Hallo alle zusammen,

man sollte doch für die verschiedenen IP-Klassen bestimmte IP's vergeben (z.b. 192.?.?.?)

Kann mir jemand sagen, wie diese IP's lauten?

Danke im voraus...


----------



## Marcus Roffmann (29. Mai 2002)

*Klasse A*
Klasse A umfaßt Netzwerke von 1.0.0.0 bis 127.0.0.0. Die Netzwerknummer ist im ersten Oktett enthalten. Es steht also ein 24 Bit langer Hostanteil zur Verfügung, was für ca. 16 Millionen Hosts ausreicht. 

*Klasse B*
Klasse B umfaßt die Netzwerke 128.0.0.0 bis 191.255.0.0. Die Netzwerknummer ist in den ersten beiden Oktetten enthalten.

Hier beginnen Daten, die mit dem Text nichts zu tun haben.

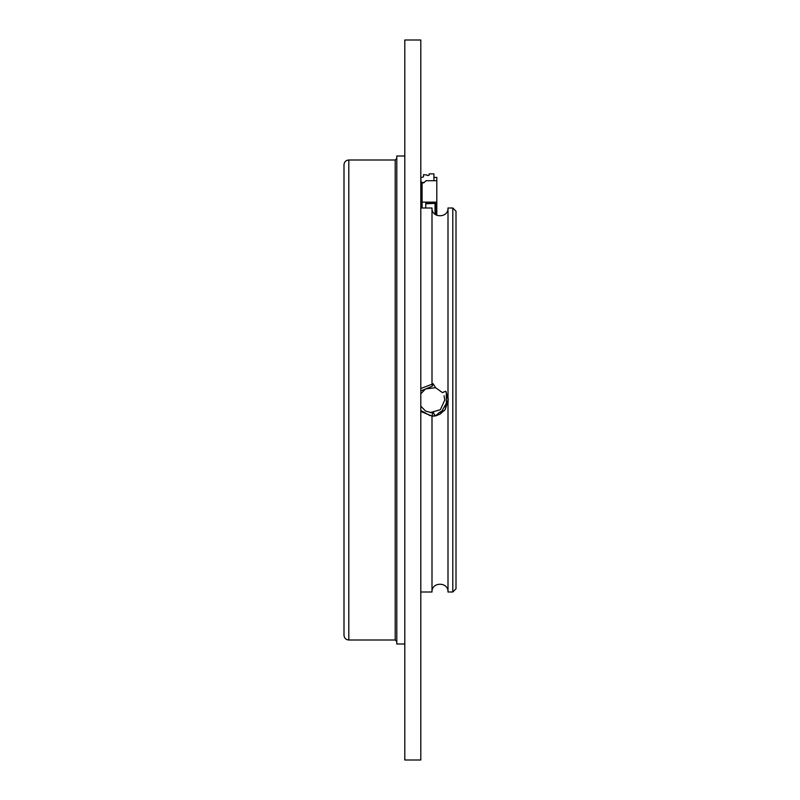 <?xml version="1.0" encoding="UTF-8"?>
<svg xmlns="http://www.w3.org/2000/svg" width="800" height="800" viewBox="0 0 800 800"><rect width="100%" height="100%" fill="white"/><g stroke="black" fill="none" stroke-linecap="round" stroke-linejoin="round"><path stroke-width="1.2" d="M404.8 400L404.8 644L396.8 644L396.8 156L404.8 156L404.8 760L420.8 760L420.8 40L404.8 40L404.8 400M348.8 640L348.8 160C345.91 160.26 344.31 161.86 344 164.8L344 635.2C344.31 638.14 345.91 639.74 348.8 640L395.2 640L396.8 641.6M344 227.2L344 400M436.8 215.33L436.8 203.32L425.76 203.32L425.76 208M422.08 202.13L422.08 182.86L423.68 182.86L426.08 180.72L436.8 180.72L436.8 202.13L422.08 202.13L422.08 208M421.28 208L421.28 184.04M433.92 177.42L436.8 177.42L436.8 180.72M436.8 203.44L425.76 203.44M436.8 203.32L436.8 202.13M425.76 203.8L434.24 203.44M435.04 214.28L435.04 203.44M435.84 203.44L435.84 214.83M424.15 182.44L421.89 182.44A0.8 0.54 180 0 1 421.09 181.93L420.8 177.63L422.72 177.09A0.8 0.54 180 0 0 423.52 176.55L423.52 174.68L426.72 174.95A0.8 0.54 180 0 0 427.52 175.48L428.32 175.48A0.8 0.54 180 0 0 429.12 174.95L429.12 173.88L433.92 173.88L433.92 180.72M420.8 179.41L421.09 183.72A0.8 0.54 180 0 0 421.89 184.23L422.08 184.23M456 400L456 588.8L452.8 592L452.8 208L456 211.2L456 400M420.8 208L432 208C431.51 218.32 448.5 218.32 448 208L448 592L452.8 592M432 208L432 384.25L432.28 386.2L433.18 383.78L435.62 387.72L442.44 392.6L445.7 391.24L446.3 392.25L446.4 402.57L445.3 409.36L444.16 410.8C440.99 411.1 438.35 412.73 436.23 415.71L435.08 415.97L433.49 412.71L432.65 412.78L432 416.04L432 592C431.5 581.68 448.49 581.68 448 592M432 416.04L420.8 411.5M432 384.25L420.8 388.5M444.07 395.75L444.8 400L440.36 409.69L430.11 412.66M448.2 398.56L448 402.63M448 403.46L448 396.54M432.28 386.2L420.8 390.97M420.8 410.45L430.1 415.65M432.6 412.9L432 412.8A12.8 12.8 0 0 0 432.65 412.78M432 412.8L425.6 411.09L420.8 406.2M420.8 393.8L425.6 388.91L435.62 387.72M435.22 415.94L432 416.26L436.23 415.71L440.13 414.09L445.15 409.57M432 383.74L432.8 383.76M448.1 402.3L448 402.93M445.95 391.64L448.26 400L440.13 414.09L432 416.26L440.13 414.09L448.26 400L445.88 391.53L448.26 400L440.13 414.09L432 416.26L440.13 414.09L448.26 400L445.88 391.53L448.26 400L440.13 414.09L432 416.26L440.13 414.09L448.26 400L445.88 391.53L448.26 400L440.13 414.09L432 416.26L440.13 414.09L448.26 400L445.88 391.53L448.26 400L445.27 409.4M348.8 160L395.2 160L395.2 640M421.09 181.93L421.09 183.72M421.89 182.44L421.89 184.23M395.2 160L396.8 158.4M420.8 592L432 592M448 208L452.8 208"/></g></svg>

Das ermöglicht 16.384 Netze mit jeweils 64.516 Hosts. 

*Klasse C*
Klasse C umfaßt die Netzwerke 192.0.0.0 bis 223.255.255.0. Die Netzwerknummer steht in den ersten drei Oktetten. Das gestattet mehr als 2 Millionen Netzwerke mit bis zu 254 Hosts. 

*Klassen D, E und F*
Adressen, die im Bereich von 224.0.0.0 bis 254.0.0.0 liegen, sind entweder experimenteller Natur oder für zukünftige Verwendungen reserviert und spezifizieren kein Netzwerk. In diesen Bereich fällt IP-Multicast. Dabei handelt es sich um ein Internet-Protokoll, das es ermöglicht, Informationen an mehrere Stellen gleichzeitig zu übertragen. 

Quelle: http://www.oreilly.de/german/freebooks/linag2/netz0202.htm


----------